#ubuntu-translators 2011-10-17
<artnay> mdke: ping
<mdke> artnay: (In case I'm not around at the moment, please provide a bit of information about what you want and I will respond when I get back)
<artnay> mdke: so there were changes to ubuntu-docs (probably corrections, not likely additions). is there a way (in translation page UI) to see which strings were added? wiki style diff is probably what I'm looking for
<kelemengabor> artnay: I don't think we have anything like this
<artnay> kelemengabor: I'll file a bug against LP then.
<artnay> kelemengabor: should have known there already was one: https://bugs.launchpad.net/launchpad/+bug/197891
<ubot4> Launchpad bug 197891 in launchpad "translations are not version controlled (affects: 2) (heat: 11)" [Low,Triaged]
<artnay> how is that marked low? ;)
<kelemengabor> :(
<kelemengabor> LP Translations development doesn't looks like a high priority task, sadly
<artnay> kelemengabor: indeed
<artnay> translatewiki, transifex, rosetta, pootle... all have their weak points.
<artnay> kelemengabor: anyways, I added my 2 cents there. maybe someday.
#ubuntu-translators 2011-10-18
<mdke> artnay: I don't know if you can do this through the Launchpad Translations interface, this is a question probably for the Launchpad developers. However one way to do this is to look at revisions to the pot file in our bzr branch
<mdke> artnay: http://bazaar.launchpad.net/~ubuntu-core-doc/ubuntu-docs/oneiric/changes?filter_file_id=ubuntuhelp.pot-20110503072936-b25cviz4wq12g9ne-35
<mdke> artnay: see revisions 58 and 59
<mdke> artnay: if your language is fully translated, the amendments will appear as new strings to translate
<artnay> mdke: sure, thanks. I figured that out yesterday but having versioning on the actual Rosetta interface would be a huge plus. at least bzr diff view is better than nothing.
<kelemengabor> dpm: ping
<dpm> hey kelemengabor
<kelemengabor> what's your opinion about bug #877461 ?

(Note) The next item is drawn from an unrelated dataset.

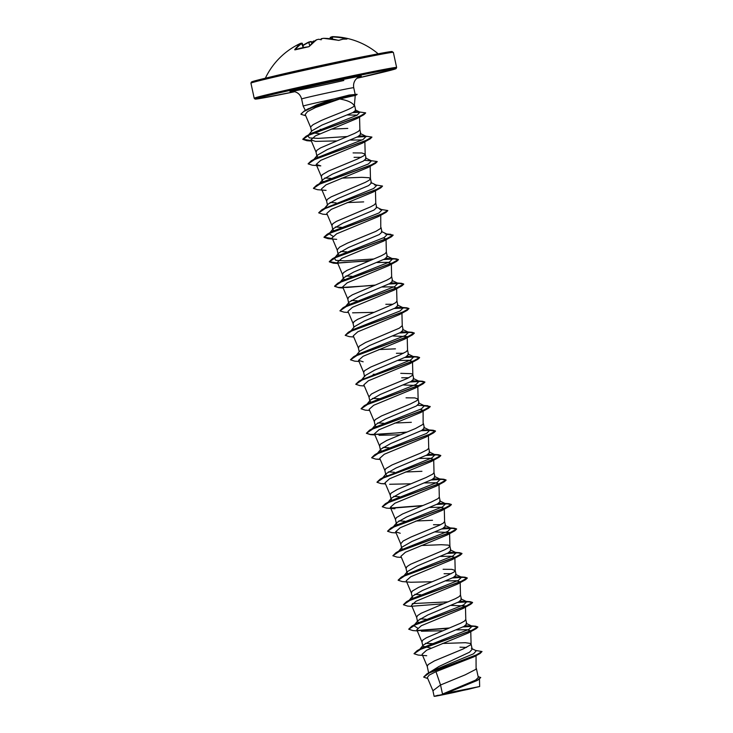 <?xml version="1.0" encoding="UTF-8"?>
<svg xmlns="http://www.w3.org/2000/svg" width="733" height="733" viewBox="0 0 733 733"><rect width="100%" height="100%" fill="white"/><g stroke="black" fill="none" stroke-linecap="round" stroke-linejoin="round"><path stroke-width="1.1" d="M331.957 36.723L332.498 36.65A72.521 62.103 82.4 0 1 335.192 36.732A72.521 62.103 82.4 0 1 346.929 38.675L347.167 38.831A72.851 34.277 107 0 0 343.163 39.151A72.851 34.277 107 0 0 339.003 40.333L338.774 40.379M370.806 55.25A57.989 1.045 167.8 0 0 292.476 71.807A57.989 1.045 167.8 0 0 272.658 76.47M339.003 40.333L338.069 40.315A72.521 62.177 -103.4 0 0 323.51 38.318L321.338 38.693A72.585 37.328 83 0 0 321.256 38.73L321.246 38.712A54.279 6.652 123.4 0 1 321.219 39.793A54.279 11.93 -148.3 0 0 318.718 39.261A72.585 62.094 -110.2 0 0 318.58 39.27L316.436 39.811A72.521 37.346 78.9 0 0 309.299 46.399L308.446 46.802A72.851 56.698 -144.7 0 0 301.529 47.957A72.851 56.698 -144.7 0 0 294.968 49.862L295.051 49.817M294.684 49.725A72.521 37.282 -104.6 0 1 301.593 43.192L301.043 43.265A72.585 62.094 -110.2 0 0 300.924 43.311A54.279 38.382 156.8 0 0 296.773 45.354A54.279 36.027 -176.1 0 1 300.292 43.494A72.585 37.108 -108.6 0 1 300.365 43.458L300.292 43.494M311.837 43.412L311.36 41.717L308.776 42.367L311.488 41.726A72.246 36.934 71.4 0 0 311.36 41.717L311.085 41.469M312.066 42.212A54.279 10.546 124.2 0 1 313.623 40.966L313.623 40.966M313.742 41.699L313.651 41.231A72.246 61.572 -90.9 0 0 313.467 41.314L315.923 40.535M468.195 689.341L435.466 696.02L478.484 686.729L468.195 689.341M351.29 96.261L339.764 98.992C347.818 100.412 352.674 102.702 354.323 105.864L355.239 95.482L351.29 96.261M355.239 95.482L357.044 94.557A26.452 0.476 167.8 0 0 357.09 94.511A26.452 0.476 167.8 0 0 353.352 95.07A26.452 0.476 167.8 0 0 351.18 95.482L349.32 96.646M307.054 109.574L316.454 104.984L333.781 98.992A26.654 0.476 167.8 0 0 315.712 102.959A26.654 0.476 167.8 0 0 303.16 106.102L301.62 98.973A26.654 0.476 -12.2 0 1 314.173 95.84A26.654 0.476 -12.2 0 1 340.424 90.159A26.654 0.476 -12.2 0 1 353.727 87.713C352.298 78.88 360.746 76.021 359.701 76.644L359.701 76.644M475.635 650.464L482.021 651.527L480.142 653.451L474.068 656.768L435.979 671.657L429.226 675.084L427.321 677.503L432.928 690.743L440.542 684.989L442.503 694.069L475.598 680.123L478.31 677.457L476.377 668.514M435.979 671.657L440.542 684.989L465.208 674.836L476.093 669.22L476.038 655.036M429.556 672.372L439.049 666.444L469.541 652.196L472.208 649.236M456.494 629.904L466.894 629.711L470.751 630.866L468.442 632.927L426.643 650.198L422.098 654.257L427.247 666.425L428.154 664.565L434.412 660.891L463.137 648.98L470.797 644.728L470.668 643.482L465.373 642.704L442.411 643.482M431.013 648.119L422.859 646.213L423.298 645.049L433.203 639.405L463.962 626.44L466.738 623.911L465.776 619.477L464.511 621.089L460.617 623.224L426.459 637.747L422.859 640.074L421.951 641.934L416.802 629.766L421.347 625.707L463.146 608.436L470.797 604.23L472.574 602.627L468.488 601.839L457.768 602.434M434.696 643.711L425.406 643.345M419.432 622.958L417.572 621.721L418.002 620.558L427.907 614.905L458.684 601.949L461.442 599.42L460.48 594.985L459.215 596.598L455.321 598.733L421.163 613.246L417.572 615.583L416.656 617.433L411.506 605.275M426.13 619.22L420.11 618.854M413.137 598.11L412.276 597.23L412.706 596.057L422.611 590.413L453.379 577.457L456.146 574.929L455.202 570.54M420.834 594.729L414.814 594.362M411.36 592.942L412.276 591.091L418.525 587.417L447.249 575.497L453.919 572.106L455.202 570.595L454.863 557.392L452.554 559.453L410.737 576.734L406.219 580.783L411.36 592.942M407.841 573.618L406.971 572.739L407.411 571.566L417.315 565.922L448.083 552.966L450.85 550.428L449.897 546.003L448.376 545.114L441.239 544.711L421.228 545.508M449.531 533.12L447.258 534.962L405.45 552.233L400.914 556.292L406.064 568.451L406.98 566.6L410.572 564.263L444.739 549.75L448.623 547.606L449.897 546.003M402.545 549.118L401.684 548.247L400.722 543.813L403.168 541L411.066 536.996L439.443 525.249L443.328 523.115L444.601 521.502M398.505 551.418L402.115 547.075L412.019 541.43L442.796 528.466L445.554 525.937L444.61 521.557M430.014 507.438L440.423 507.245L444.28 508.409L441.972 510.461L400.163 527.742L395.618 531.801L400.722 543.813M397.249 524.626L396.388 523.756L396.819 522.583L406.723 516.939L437.491 503.983L440.258 501.445L439.314 497.066M432.516 520.293L415.932 521.016M404.946 521.255L398.926 520.879M390.322 507.309L395.472 519.468L396.388 517.617L402.646 513.934L431.361 502.023L438.032 498.623L439.314 497.111L438.975 483.917L436.666 485.97L394.876 503.241L390.322 507.309L394.931 508.766L386.41 508.106L382.278 506.778L389.37 501.995L444.317 481.764L446.095 480.161L442.017 479.382L431.297 479.968M391.953 500.135L391.092 499.255L391.523 498.092L401.427 492.448L432.195 479.483L434.962 476.954L434.018 472.574M399.65 496.754L393.639 496.388M419.423 458.455L429.831 458.262L433.679 459.426L431.37 461.478L389.571 478.75L385.027 482.818L390.176 494.977L391.092 493.126L397.35 489.442L426.065 477.531L432.736 474.132L434.018 472.62L433.689 459.426M387.656 476.001L385.796 474.764L386.227 473.6L396.132 467.956L426.908 454.991L429.666 452.463L428.723 448.074M421.933 471.301L405.34 472.034M394.354 472.263L388.343 471.896M428.338 435.155L426.084 436.987L384.275 454.258L379.731 458.327L384.88 470.485L385.796 468.625L392.054 464.951L420.769 453.04L427.449 449.641L428.723 448.129L428.393 434.926M382.36 451.51L380.5 450.273L380.931 449.109L390.836 443.465L421.603 430.509L424.37 427.971L423.427 423.582M392.329 447.771L391.697 447.771M389.058 447.771L383.047 447.405M406.265 432.333L370.522 434.632L366.39 433.304L373.482 428.521L428.429 408.29L420.779 412.496L378.979 429.767L374.435 433.826L379.584 445.994L380.5 444.134L386.758 440.46L415.474 428.539L423.133 424.297L423.097 410.434L420.357 409.362M377.064 427.018L375.204 425.781L375.635 424.618L385.54 418.964L416.317 406.009L419.074 403.48L418.131 399.091M411.341 422.318L394.748 423.051M383.762 423.28L377.752 422.914M417.755 386.172L415.483 388.004L373.674 405.276L369.139 409.335L374.288 421.493L375.204 419.642L381.462 415.968L410.178 404.048L416.857 400.658L418.131 399.146L417.801 385.943M371.768 402.527L369.908 401.29L368.946 396.855L371.393 394.052L379.291 390.038L407.667 378.301L412.542 375.314L412.826 374.554L411.305 373.665L400.749 373.335M366.124 405.184L370.339 400.117L380.244 394.473L411.021 381.517L413.779 378.988L412.826 374.554M381.105 398.789L372.456 398.422M398.239 360.489L408.638 360.297L412.505 361.451L410.196 363.513L368.378 380.784L363.843 384.843L368.946 396.855M358.547 360.352L363.65 372.364L364.613 376.799L365.043 375.626L374.948 369.982L405.716 357.026L408.483 354.497M375.809 374.297L373.17 374.297M363.65 372.364L364.613 370.66L370.871 366.986L399.595 355.065L406.265 351.675L407.539 350.163L407.209 336.96M355.532 356.201L359.747 351.134L369.661 345.49L400.429 332.525L403.187 329.997L402.243 325.617M395.454 348.844L378.86 349.568M371.145 349.797L370.513 349.806M353.727 336.988L349.339 336.658L345.206 335.329L352.298 330.556L407.246 310.316L399.604 314.521L357.786 331.802L353.26 335.861L358.4 348.019L359.317 346.168L365.575 342.494L399.32 328.173L402.243 325.663L401.913 312.469M351.015 330.775L354.451 326.643L364.365 320.999L395.133 308.043L397.9 305.505L396.938 301.071L395.673 302.683L391.779 304.818L357.622 319.341L354.021 321.677L353.104 323.528L347.964 311.369L352.491 307.31L394.308 290.03L401.959 285.824L403.727 284.221L399.65 283.442L388.93 284.028M350.273 304.461L348.725 303.325M345.545 306.495L349.155 302.152L359.069 296.508L389.837 283.543L392.595 281.014L391.642 276.579L390.377 278.192L386.483 280.327L352.326 294.849L348.725 297.186L347.818 299.037L342.668 286.878L347.195 282.819L389.012 265.538L396.663 261.333L398.431 259.729L394.354 258.951L383.634 259.537M360.554 300.814L359.921 300.823M357.283 300.814L351.272 300.448M345.298 280.061L343.429 278.824L343.859 277.66L353.773 272.016L384.541 259.051L387.308 256.523L386.355 252.143M355.258 276.323L354.625 276.332M351.987 276.323L345.976 275.956M369.194 260.884L333.451 263.184L329.328 261.855L336.41 257.072L391.358 236.841L383.716 241.047L341.917 258.318L337.372 262.377L342.522 274.545L343.429 272.694L347.03 270.358L381.187 255.835L385.082 253.7L386.346 252.088M340.002 255.57L338.133 254.333L337.171 249.898L339.626 247.094L347.515 243.09L375.892 231.344L380.766 228.357L380.729 214.494L378.43 216.556L336.612 233.827L332.076 237.886L337.18 249.898M373.931 258.978L344.721 260.847L335.833 260.362L334.358 258.227L338.564 253.169L348.477 247.525L379.236 234.569L382.012 232.031L381.059 227.642M346.691 251.831L340.68 251.465M334.706 231.078L332.837 229.841L333.277 228.678L343.181 223.024L373.949 210.069L376.716 207.54L375.754 203.105L374.49 204.718L370.596 206.853L336.438 221.366L332.837 223.702L331.93 225.562L326.781 213.395L331.325 209.336L373.124 192.064L380.775 187.859L382.507 186.155M344.675 227.34L344.034 227.34M341.404 227.34L335.384 226.973M321.485 188.903L326.588 200.915L327.541 205.35L327.981 204.186L337.886 198.533L368.653 185.577L371.42 183.048L370.458 178.614L368.937 177.725L361.8 177.322L341.798 178.119M363.678 201.887L347.094 202.61M339.379 202.839L338.747 202.849M336.108 202.849L330.088 202.482M326.588 200.915L327.541 199.211L331.142 196.875L365.3 182.361L369.194 180.226L370.458 178.614M324.114 182.096L322.245 180.859L322.685 179.695L332.59 174.042L363.348 161.086L366.124 158.557L365.181 154.168M334.083 178.348L333.451 178.357M330.812 178.357L324.792 177.991M316.189 164.412L320.797 165.878L312.267 165.209L308.144 163.89L315.236 159.107L370.183 138.867L362.533 143.082L320.715 160.353L316.189 164.412L321.338 176.571L322.245 174.72L328.503 171.046L357.228 159.125L363.898 155.735L365.181 154.223L364.842 141.02M318.818 157.604L316.958 156.367L317.389 155.194L327.294 149.55L358.061 136.585L360.828 134.057L359.866 129.631L358.602 131.234L354.708 133.369L320.55 147.892L316.949 150.228L316.042 152.079L310.893 139.921L315.502 141.377L336.465 140.91M319.808 133.773L312.524 132.746M347.46 136.512L318.241 138.39L309.363 137.905L307.878 135.77L312.093 130.703L321.998 125.059L352.857 112.561L355.697 110.335L354.726 105.854M347.79 128.412L331.206 129.136M323.491 129.365L320.22 129.374M339.764 98.992L315.529 107.531L307.503 111.618L305.212 114.513L310.746 127.588L310.838 126.699L313.147 124.628L321.036 120.624C333.524 115.145 352.564 108.566 354.323 105.864M466.518 647.422L459.957 647.184M451.171 573.682L444.07 573.71M455.184 570.494L451.885 569.349L443.108 569.275M440.588 524.691L433.478 524.727M418.122 399.045L414.814 397.9L406.045 397.827M408.812 377.742L401.702 377.77M403.517 353.251L396.406 353.279M392.925 304.259L385.824 304.287M361.149 157.311L354.048 157.338M365.162 154.122L361.864 152.977L353.086 152.904M321.338 38.693L320.697 39.674M331.417 36.916L331.298 37.255A72.246 61.572 -90.9 0 0 331.105 37.264L330.482 37.548M478.099 676.458L480.711 677.631L477.156 680.499L446.287 693.171L479.648 686.528L454.552 692.355C435.714 696.323 430.253 697.285 438.169 695.232L434.128 696.35L432.882 690.587M479.455 678.456L479.657 686.509L442.503 694.069M471.356 648.366L476.285 650.776L473.582 653.799L431.783 671.107L426.918 673.856L423.692 677.008M482.021 651.527L475.891 655.165L426.918 673.856M480.665 677.42L477.531 680.05L445.023 693.491M480.142 653.451L429.804 672.628L423.701 677.118L427.77 678.566M478.255 679.885L445.078 693.473M347.295 114.962L357.255 115.127M311.268 140.818L306.971 140.718L302.848 139.389L309.802 134.67L363.916 114.687L356.989 118.535L315.346 135.907L310.893 139.921M350.576 140.058L362.111 139.948M326.093 190.369L317.563 189.71L313.44 188.381L320.532 183.598L375.479 163.358L367.829 167.573L326.02 184.844L321.494 188.903M383.295 237.913L386.025 238.985L386.355 252.189M377.055 262.515L387.473 262.322L391.321 263.477L389.012 265.538M382.351 287.006L392.76 286.814L396.608 287.977L394.308 290.03M352.564 312.826L373.537 312.359M392.943 335.989L406.989 336.557M407.163 337.18L404.9 339.022L363.082 356.293L358.556 360.352L363.165 361.809M403.535 384.981L417.581 385.54M379.053 435.292L400.016 434.816M389.635 484.275L410.608 483.807M424.719 482.946L435.127 482.754L438.975 483.917M395.618 531.801L400.236 533.258M435.31 531.938L449.356 532.497M440.606 556.429L451.015 556.237L454.863 557.392M452.554 559.453L460.205 555.238L405.257 575.469L398.166 580.252L402.289 581.581L410.819 582.249L431.792 581.773M445.902 580.921L456.302 580.728L460.159 581.883L457.859 583.944L416.051 601.216L411.515 605.275M451.189 605.412L465.244 605.971M465.418 606.603L463.146 608.436M421.411 631.232L442.375 630.756M357.09 94.511L357.044 94.31A26.452 0.476 167.8 0 0 356.98 94.291L349.155 95.07L333.781 98.992M419.459 649.713L420.101 649.2M414.035 653.625L417.214 650.62L422.153 647.917L468.992 629.335L472.098 626.202L465.217 625.698M417.608 628.089L413.788 625.615L416.848 623.426L463.696 604.844L466.802 601.711L459.921 601.207M448.074 601.875L412.312 603.598M408.867 600.73L409.509 600.208M403.443 604.643L406.623 601.628L411.561 598.934L458.4 580.353L461.506 577.219L454.625 576.706M398.147 580.151L401.327 577.137L406.265 574.434L453.104 555.861L456.21 552.728L449.329 552.215M401.391 557.419L396.993 557.089L392.87 555.761L396.031 552.645L400.969 549.942L447.808 531.37L450.914 528.236L444.033 527.723M387.565 531.168L390.735 528.154L395.673 525.451L442.512 506.879L445.618 503.745L438.737 503.232M387.684 502.765L388.325 502.242M382.269 506.677L385.448 503.663L390.377 500.96L437.216 482.387L440.322 479.245L433.441 478.741M383.029 477.751L431.929 457.887L435.026 454.753L428.145 454.249M377.101 453.773L379.786 451.977L426.624 433.395L429.73 430.262L422.849 429.758M371.805 429.281L374.49 427.486L421.328 408.904L424.434 405.77L417.553 405.267M366.509 404.79L369.194 402.994L416.042 384.413L419.139 381.279L412.258 380.766M365.043 375.626L361.213 380.299M361.845 379.776L410.746 359.921L413.843 356.788L406.971 356.275M355.917 355.807L358.602 354.012L405.441 335.43L408.556 332.296L401.666 331.783M345.206 335.329L348.377 332.214L353.306 329.511L400.154 310.939L403.26 307.805L396.379 307.292M348.441 312.496L344.043 312.166L339.92 310.838L343.081 307.723L348.01 305.02L394.858 286.447L397.964 283.305L391.083 282.801M375.186 285.1L347.286 287.437L338.115 287.418L334.578 286.145L337.785 283.231L342.714 280.528L389.562 261.956L392.668 258.813L385.778 258.309M334.358 258.227L337.418 256.037L384.266 237.455L387.372 234.322L385.109 233.882M332.883 236.218L329.062 233.735L332.122 231.546L378.97 212.964L382.076 209.83L379.813 209.391M324.783 208.328L373.674 188.473L376.78 185.339L374.517 184.899M318.846 184.359L321.53 182.563L368.378 163.981L371.484 160.848L364.603 160.335M317.389 155.194L313.174 160.261L316.235 158.071L363.082 139.49L366.188 136.356L359.307 135.843M307.878 135.77L310.948 133.571L357.09 115.209L359.903 112.149L354.635 111.572M417.214 650.62L471.182 630.682L477.824 626.917L475.543 626.193L463.54 626.678M449.32 627.998L417.581 630.453M408.739 629.134L411.919 626.119L465.895 606.191L472.528 602.425L470.247 601.692L458.244 602.187M406.623 601.628L460.599 581.7L467.233 577.925L464.951 577.201L452.948 577.696M401.327 577.137L455.294 557.208L461.937 553.433L459.655 552.709L447.652 553.195M396.031 552.645L450.007 532.717L456.641 528.942L454.359 528.218L442.356 528.704M390.735 528.154L444.711 508.216L451.345 504.451L449.063 503.727L437.06 504.212M422.84 505.532L391.101 507.996M385.448 503.663L439.415 483.725L446.049 479.959L443.767 479.235L431.764 479.721M376.973 482.186L380.143 479.171L434.119 459.234L440.753 455.468L438.471 454.744L426.469 455.23M371.677 457.694L374.847 454.68L428.823 434.742L435.457 430.977L433.185 430.253L421.173 430.738M406.962 432.058L379.364 434.376L370.147 434.403L366.381 433.194M366.39 433.304L369.56 430.179L423.527 410.251L430.161 406.485L424.334 405.725M361.085 408.702L364.264 405.688L418.231 385.76L424.865 381.994L422.584 381.261L410.581 381.756M355.789 384.211L358.968 381.197L412.936 361.268L419.569 357.493L417.297 356.769L405.285 357.255M350.493 359.72L353.673 356.705L407.64 336.777L414.273 333.002L412.001 332.278L399.989 332.764M348.377 332.214L402.344 312.276L408.977 308.511L406.696 307.787L394.693 308.272M343.081 307.723L397.048 287.785L403.691 284.019L401.409 283.295L389.397 283.781M337.785 283.231L391.752 263.294L398.395 259.528L396.113 258.804L384.101 259.29M369.89 260.609L338.151 263.065M337.666 263.074L329.282 261.654L332.489 258.74L386.456 238.802L393.099 235.036L387.271 234.276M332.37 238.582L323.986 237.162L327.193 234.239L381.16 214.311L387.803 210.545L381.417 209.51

<ubot4> Launchpad bug 877461 in ubuntu-translations "Dist Upgrade displays wrong version number in GB English (affects: 1) (heat: 6)" [Undecided,New] https://launchpad.net/bugs/877461
<dpm> looking...
<dpm> kelemengabor, I think what you are suggesting makes sense (contact mvo to do an export). However, will an export+upload do or do we need a new langpack? Are the update-manager translations handled in the package or in the language packs?
<kelemengabor> both! :)
<kelemengabor> the normal UI is in the langpacks
<kelemengabor> however, when you want to upgrade your previous release, it will download a tarball
<kelemengabor> with the new release of the dist-upgrade tool
<kelemengabor> this one contains translations
<kelemengabor> so a new build is needed
<dpm> I see, so we can get away with just an export, I guess?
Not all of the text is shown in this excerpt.